Dian Hassel, a Seattle resident who witnessed the incident, said "One of the flags had a metal piece on top of the pole -- an eagle with spread wings -- and the police were saying it could be used as a weapon."
Following the arrests a dozen or so uniformed officers and at least one undercover cop formed a line on the sidewalk skirting the park while half a dozen police cruisers with lights flashing stood by in the street. The disturbance quickly subsided and speakers began addressing the crowd of several hundred. After that the rest of the day's events were peaceful.
Many of those present had never participated in any sort of public demonstration before. One such was Shawna, a 53-year-old former flight attendant who showed up carrying a large sign reading "Drive Out the Bush Regime," and said "I've never been this upset about things before. Something's got to change."
"I can go to Washington, D.C. for $20 and do more of this kind of thing," she added, referring to her discount priveleges as a former airline employee, "and I'm planning to."
Another first time demonstrator was Susanne Romaine, who marched in costume as a beauty pageant winner, "I Miss America" and said, "I miss the sense of democracry."

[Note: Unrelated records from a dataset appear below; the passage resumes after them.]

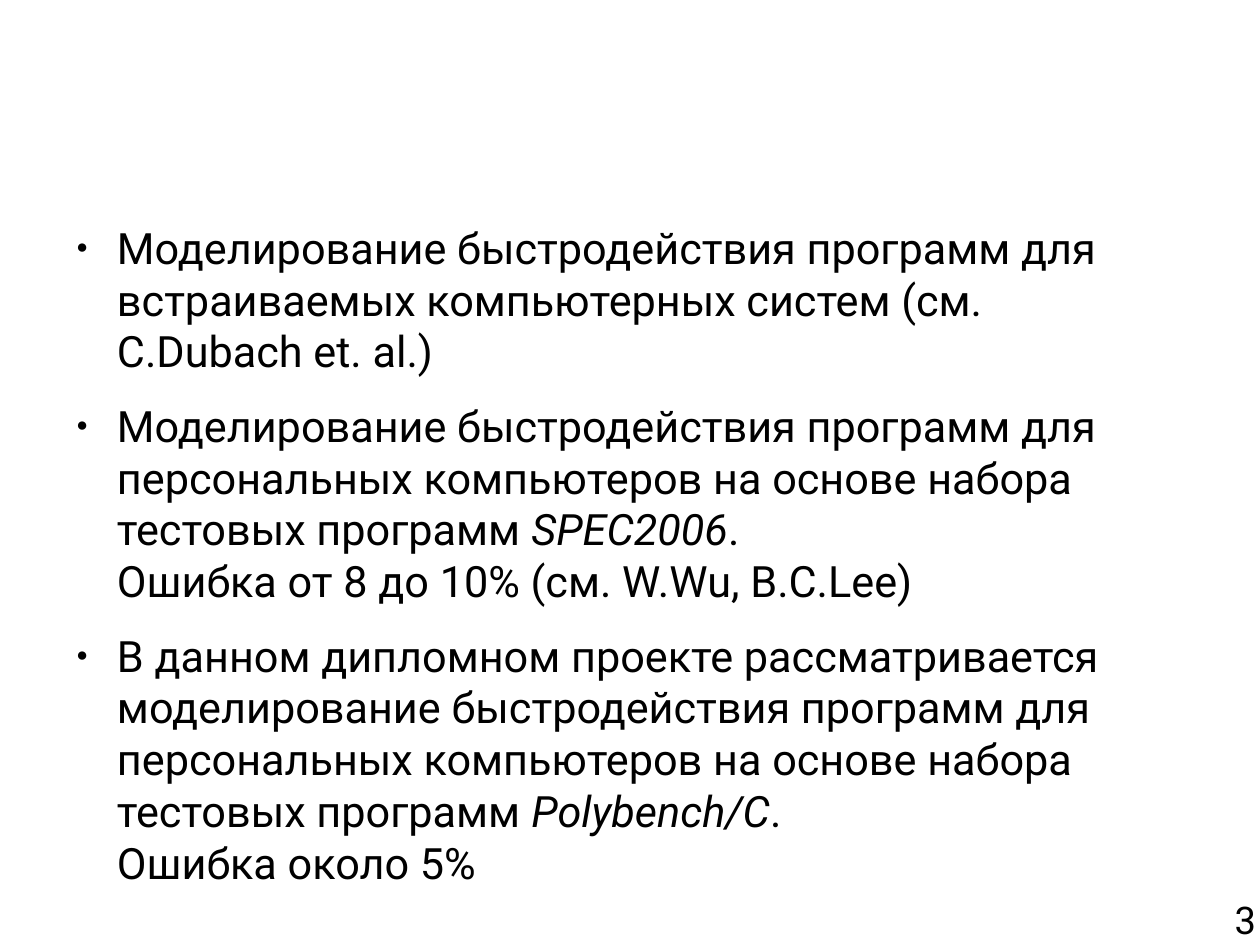
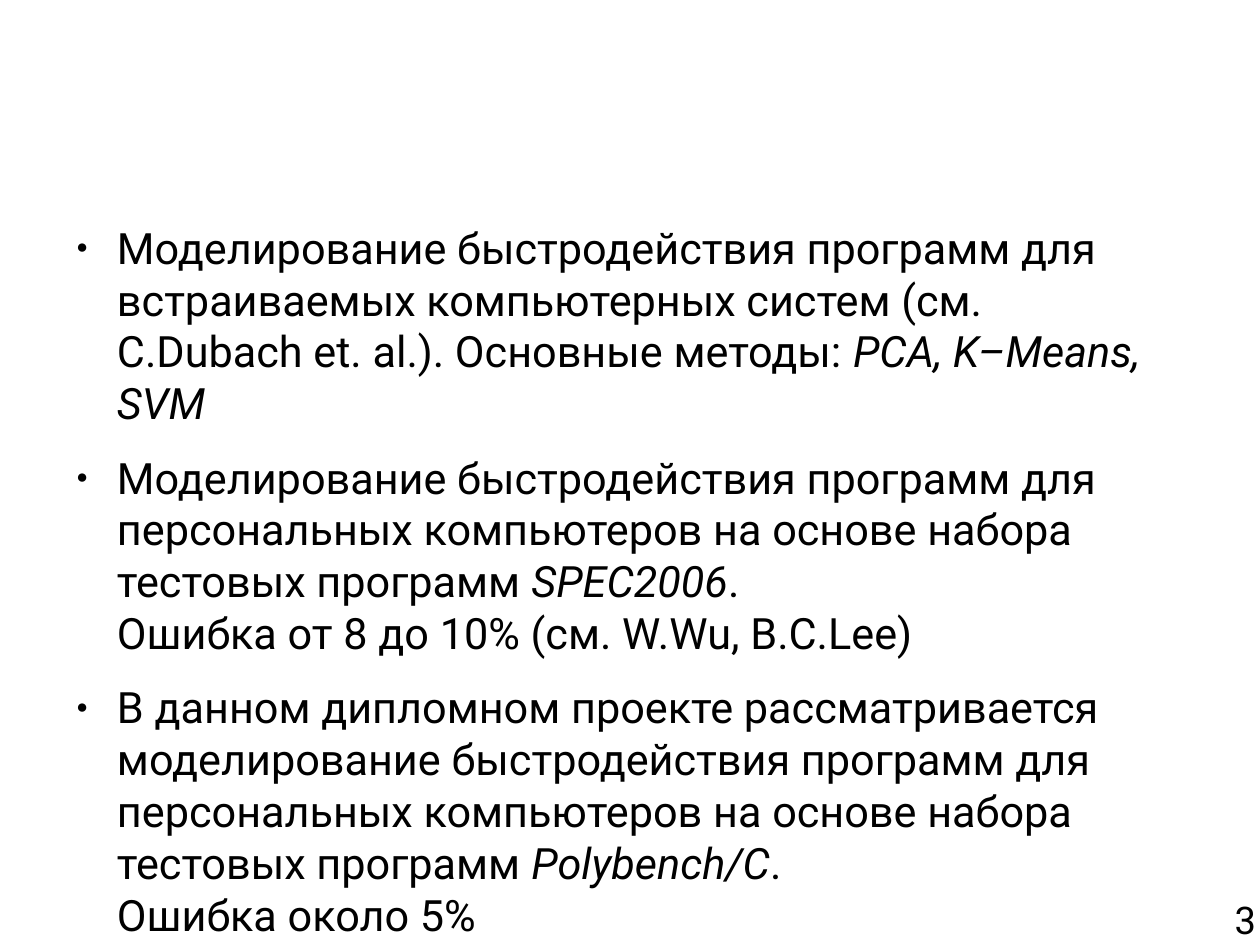
Before and after one commit to mkpankov/adaptor, a slide deck: slide 3 of diploma/defense/brochure.odp. Drawn at 1260x945 pixels with LibreOffice and Linux fonts; fonts in the diff are those of the drawing; background and template pictures are left out. Boxes give left, top, right and bottom in pixels: in the first picture for what was removed or moved away, otherwise in the second. Text is boxed around its words. In the diff, an @@ line names an element or a change of style, - is before the commit and + after.

```diff
--- a/diploma/defense/brochure.odp
+++ b/diploma/defense/brochure.odp
@@ text at [117,231,1140,420]: text changed @@
-● Моделирование быстродействия программ для встраиваемых компьютерных систем (см. C.Dubach et. al.)
+● Моделирование быстродействия программ для встраиваемых компьютерных систем (см. C.Dubach et. al.). Основные методы: PCA, K–Means, SVM
```
Also in this commit, not shown: 1 other slide changed.
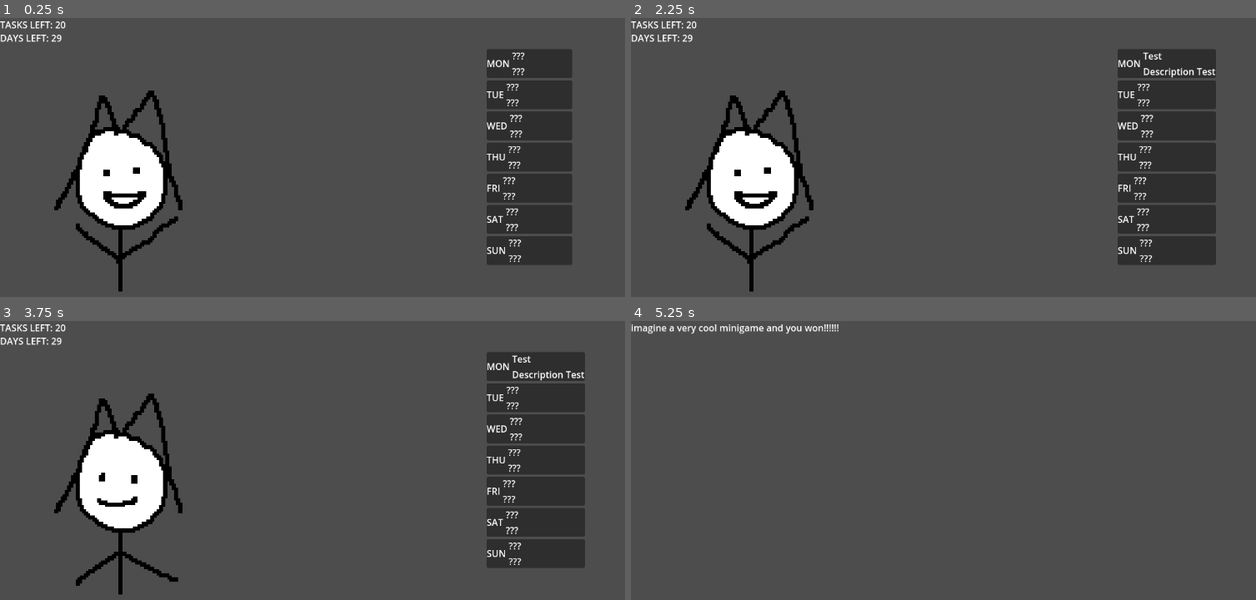
Above: before the commit, frames 1-4 (two rows, left to right).
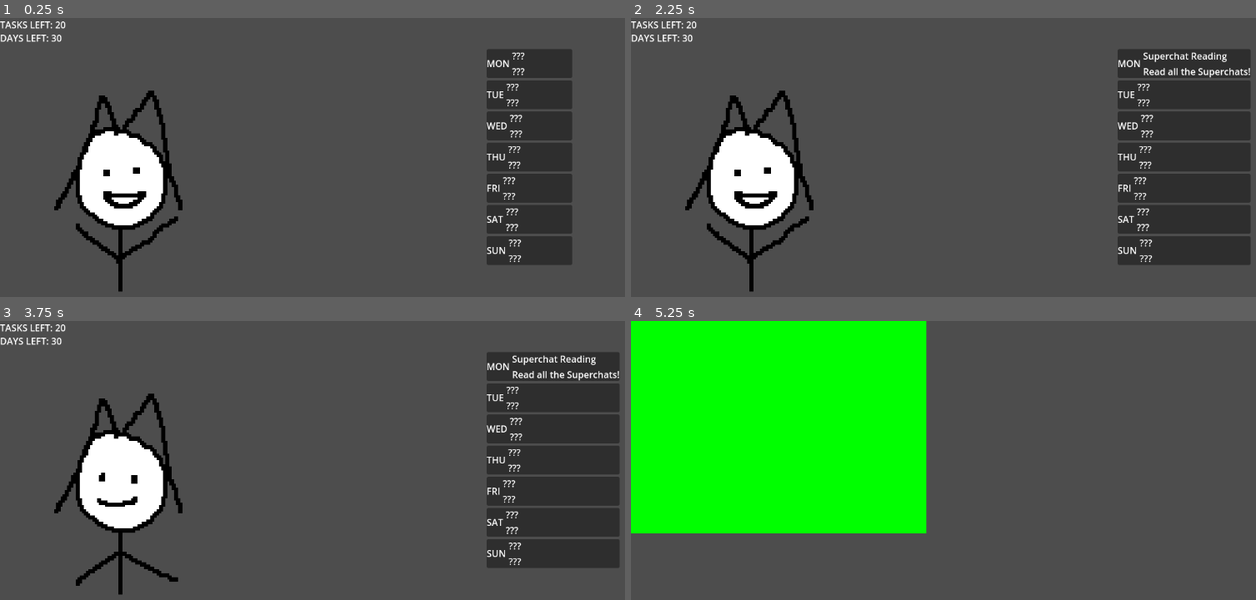
Above: after the commit, the same moments.

Repository: eeeeeeri/holojam-7
Game: Godot game, scene res://Scenes/Schedule/main.tscn
Two runs of this game, one before a commit and one after it. Both use one fixed random seed, a clock stepped at 60 frames per second and the inputs below.
Inputs (mouse positions are in pixels of both pictures, inside the frame that each line leads up to):
- Up to frame 1 (0.25 s): no input
- Up to frame 2 (2.25 s): move the mouse to (1112, 185) at 0.52 s; click (1112, 185) at 0.6 s; tap Enter at 1.25 s; move the mouse to (831, 224) at 1.27 s; click (831, 224) at 1.35 s; move the mouse to (1031, 124) at 2.02 s; click (1031, 124) at 2.1 s
- Up to frame 3 (3.75 s): move the mouse to (300, 583) at 2.77 s; click (300, 583) at 2.85 s; move the mouse to (531, 563) at 3.52 s; click (531, 563) at 3.6 s
- Up to frame 4 (5.25 s): tap Space at 4.25 s; move the mouse to (762, 452) at 4.27 s; click (762, 452) at 4.35 s; move the mouse to (999, 507) at 5.02 s; click (999, 507) at 5.1 s

The runs differ from the first frame. In frame 1, less than 0.1% of the frame differs, in the area x 8-10%, y 6-9%; in frame 2, 4.3%; in frame 3, 4.3%; in frame 4, 36%, in the area x 0-48%, y 0-77%.

Commit message:
feat: basic minigame

Diff:
--- /dev/null
+++ b/Scenes/Minigames/SuperchatReading/superchat_reading.tscn
@@ -0,0 +1,22 @@
+[gd_scene load_steps=3 format=3 uid="uid://cii6pkkh4uwrd"]
+
+[ext_resource type="Script" uid="uid://hf46e0e1jr46" path="res://Scripts/minigame.gd" id="1_3qr6b"]
+[ext_resource type="Script" uid="uid://bbifh4gfejvog" path="res://Scripts/sc_reading.gd" id="2_31min"]
+
+[node name="SuperchatReading" type="Node2D" node_paths=PackedStringArray("end_timer")]
+script = ExtResource("1_3qr6b")
+end_timer = NodePath("EndTimer")
+metadata/_custom_type_script = "uid://hf46e0e1jr46"
+
+[node name="Control" type="Node2D" parent="."]
+script = ExtResource("2_31min")
+
+[node name="ColorRect" type="ColorRect" parent="Control"]
+offset_right = 511.0
+offset_bottom = 368.0
+color = Color(1, 0, 0, 1)
+
+[node name="EndTimer" type="Timer" parent="."]
+wait_time = 2.0
+one_shot = true
+autostart = true
--- a/Scenes/Minigames/minigame.tscn
+++ b/Scenes/Minigames/minigame.tscn
@@ -1,18 +1,14 @@
 [gd_scene load_steps=2 format=3 uid="uid://bws7safjar52n"]
 
-[ext_resource type="Script" uid="uid://cvuf2ne13pdva" path="res://Scripts/minigame.gd" id="1_mhhjm"]
+[ext_resource type="Script" uid="uid://hf46e0e1jr46" path="res://Scripts/minigame.gd" id="1_mhhjm"]
 
-[node name="Minigame" type="Node2D"]
+[node name="Minigame" type="Node2D" node_paths=PackedStringArray("end_timer")]
 script = ExtResource("1_mhhjm")
+end_timer = NodePath("EndTimer")
 
 [node name="EndTimer" type="Timer" parent="."]
 wait_time = 2.0
 one_shot = true
 autostart = true
 
-[node name="Label" type="Label" parent="."]
-offset_right = 40.0
-offset_bottom = 23.0
-text = "imagine a very cool minigame and you won!!!!!!"
-
 [connection signal="timeout" from="EndTimer" to="." method="_on_end_timer_timeout"]
--- a/Scripts/globals.gd
+++ b/Scripts/globals.gd
@@ -3,12 +3,14 @@
 enum WeekDay {MON, TUE, WED, THU, FRI, SAT, SUN}
 
 var minigames = [
-	Minigame.minigame("res://Scenes/Minigames/minigame.tscn","Test","Description Test")
+	# Minigame.minigame("res://Scenes/Minigames/minigame.tscn","Test","Description Test"),
+	Minigame.minigame("res://Scenes/Minigames/SuperchatReading/superchat_reading.tscn","Superchat Reading","Read all the Superchats!"),
 ]
 
 var week_minigames = []
 
 var first_minigame := true
+var minigame_won := false
 var last_minigame_won := false
 var current_minigame : Minigame
 var tasks_left : int = 20
--- a/Scripts/main.gd
+++ b/Scripts/main.gd
@@ -10,6 +10,7 @@
 
 func _ready() -> void:
 
+	# Kronii Reaction
 	if Globals.first_minigame:
 		live_kroners_reaction.animation = "default"
 	else:
@@ -18,23 +19,30 @@
 		else:
 			live_kroners_reaction.animation = "angry"
 
-	if Globals.last_minigame_won:
-		Globals.tasks_left -= 1
-	Globals.days_left -= 1
+	# Update days and tasks left
+	if !Globals.first_minigame:
+		if Globals.last_minigame_won:
+			Globals.tasks_left -= 1
+		Globals.days_left -= 1
 
 	tasks_left.text = "TASKS LEFT: " + str(Globals.tasks_left)
 	days_left.text = "DAYS LEFT: " + str(Globals.days_left)
 
+	# Update schedule
 	for i in range(Globals.week_minigames.size()):
 		schedule.get_child(i).minigame = Globals.week_minigames[i]
 
 
 func _on_reaction_timeout() -> void:
 
+	# Reset Kronii animation
 	live_kroners_reaction.animation = "default"
+
+	# Pick random minigame
 	if Globals.first_minigame: Globals.first_minigame = false
 	Globals.current_minigame = Globals.minigames.pick_random()
 
+	# Add minigame to schedule
 	Globals.week_minigames.append(Globals.current_minigame)
 	schedule.get_child(Globals.today).minigame = Globals.current_minigame
 
--- a/Scripts/minigame.gd
+++ b/Scripts/minigame.gd
@@ -1,18 +1,27 @@
-extends Node2D
+class_name Minigame extends Node2D
 
-var won := true
+var scene_file: String
+var title: String
+var description: String
+var played: bool
 
+@export var end_timer : Timer
 
-func _on_end_timer_timeout() -> void:
-	if won:
-		Globals.last_minigame_won = true
-	else:
-		Globals.last_minigame_won = false
+static func minigame(new_scene_file: String, new_title: String, new_description: String) -> Minigame:
+	var new_minigame := Minigame.new()
+	new_minigame.scene_file = new_scene_file
+	new_minigame.title = new_title
+	new_minigame.description = new_description
+	return new_minigame
 
-	if Globals.today == Globals.WeekDay.SUN:
-		Globals.today = Globals.WeekDay.MON
-		Globals.week_minigames.clear()
-	else:
-		Globals.today += 1
+func _process(delta: float) -> void:
+	if end_timer.time_left <= 0:
 
-	get_tree().change_scene_to_file("res://Scenes/Schedule/main.tscn")
+		# Progress the week
+		if Globals.today == Globals.WeekDay.SUN:
+			Globals.today = Globals.WeekDay.MON
+			Globals.week_minigames.clear()
+		else:
+			Globals.today += 1
+
+		get_tree().change_scene_to_file("res://Scenes/Schedule/main.tscn")
--- a/Scripts/minigame_class.gd
+++ /dev/null
@@ -1,14 +0,0 @@
-class_name Minigame extends Node2D
-
-var scene_file: String
-var title: String
-var description: String
-var won: bool
-var played: bool
-
-static func minigame(scene_file: String, title: String, description: String) -> Minigame:
-	var new_minigame := Minigame.new()
-	new_minigame.scene_file = scene_file
-	new_minigame.title = title
-	new_minigame.description = description
-	return new_minigame
--- /dev/null
+++ b/Scripts/sc_reading.gd
@@ -0,0 +1,8 @@
+extends Node2D
+
+@onready var color_rect: ColorRect = $ColorRect
+
+func _process(delta: float) -> void:
+	if Input.is_action_just_pressed("left_mouse"):
+		color_rect.color = Color.GREEN
+		Globals.last_minigame_won = true
--- a/project.godot
+++ b/project.godot
@@ -23,6 +23,19 @@
 
 project/assembly_name="holojam7"
 
+[input]
+
+left_mouse={
+"deadzone": 0.2,
+"events": [Object(InputEventMouseButton,"resource_local_to_scene":false,"resource_name":"","device":-1,"window_id":0,"alt_pressed":false,"shift_pressed":false,"ctrl_pressed":false,"meta_pressed":false,"button_mask":0,"position":Vector2(0, 0),"global_position":Vector2(0, 0),"factor":1.0,"button_index":1,"canceled":false,"pressed":false,"double_click":false,"script":null)
+]
+}
+right_mouse={
+"deadzone": 0.2,
+"events": [Object(InputEventMouseButton,"resource_local_to_scene":false,"resource_name":"","device":-1,"window_id":0,"alt_pressed":false,"shift_pressed":false,"ctrl_pressed":false,"meta_pressed":false,"button_mask":0,"position":Vector2(0, 0),"global_position":Vector2(0, 0),"factor":1.0,"button_index":2,"canceled":false,"pressed":false,"double_click":false,"script":null)
+]
+}
+
 [rendering]
 
 textures/canvas_textures/default_texture_filter=0
Not shown, changed: Scripts/minigame.gd.uid
Not shown, removed: Scripts/minigame_class.gd.uid
Not shown, added: Scripts/sc_reading.gd.uid

Shortly after two p.m. the demonstrators began winding down the west flank of Capitol Hill and proceeded downtown, where they marched down the middle of Second Avenue bringing traffic there to a halt. It was at this point that the protest reached its maximum size, containing at the most 500 participants. People began gradually drifting away when the march terminated at the Federal Building, where the most committed and dedicated protestors settled in for more speeches until darkness fell.
The Seattle demonstration was just one of approximately 200 such events taking place on October 5 in large and small cities nationwide, in Canada, and overseas, organized and sponsored by the World Can't Wait (to drive out the Bush Regime). The organization took out full-page ads in big-city newspapers to promote the event, during which the largest turnout occurred, as usual, in New York and San Francisco.
Approximately 5000 protesters gathered in Dag Hammerskjold Plaza across the street from the U.N. in New York City according to event organizers, where the demonstration began with modest numbers but swelled throughout the day.
In San Francisco rain did not deter approximately 3000 demonstrators from marching and rallying at Justin Herman Plaza, where their permit for a mass demonstration inexplicably did not include a permit to operate a sound system. Speakers including Daniel Ellsberg and Miguel Molina used bullhorns to address the crowd.
While demonstrations were individually covered by local newspapers and broadcasting outlets in the cities where they occurred, the national media took no notice of the events of October 5, and its impact on the national debate over the war was consequently minimal.
Undeterred, World Can't Wait spokespersons have already announced plans to begin organizing another nationwide round of protests and demonstrations later this week.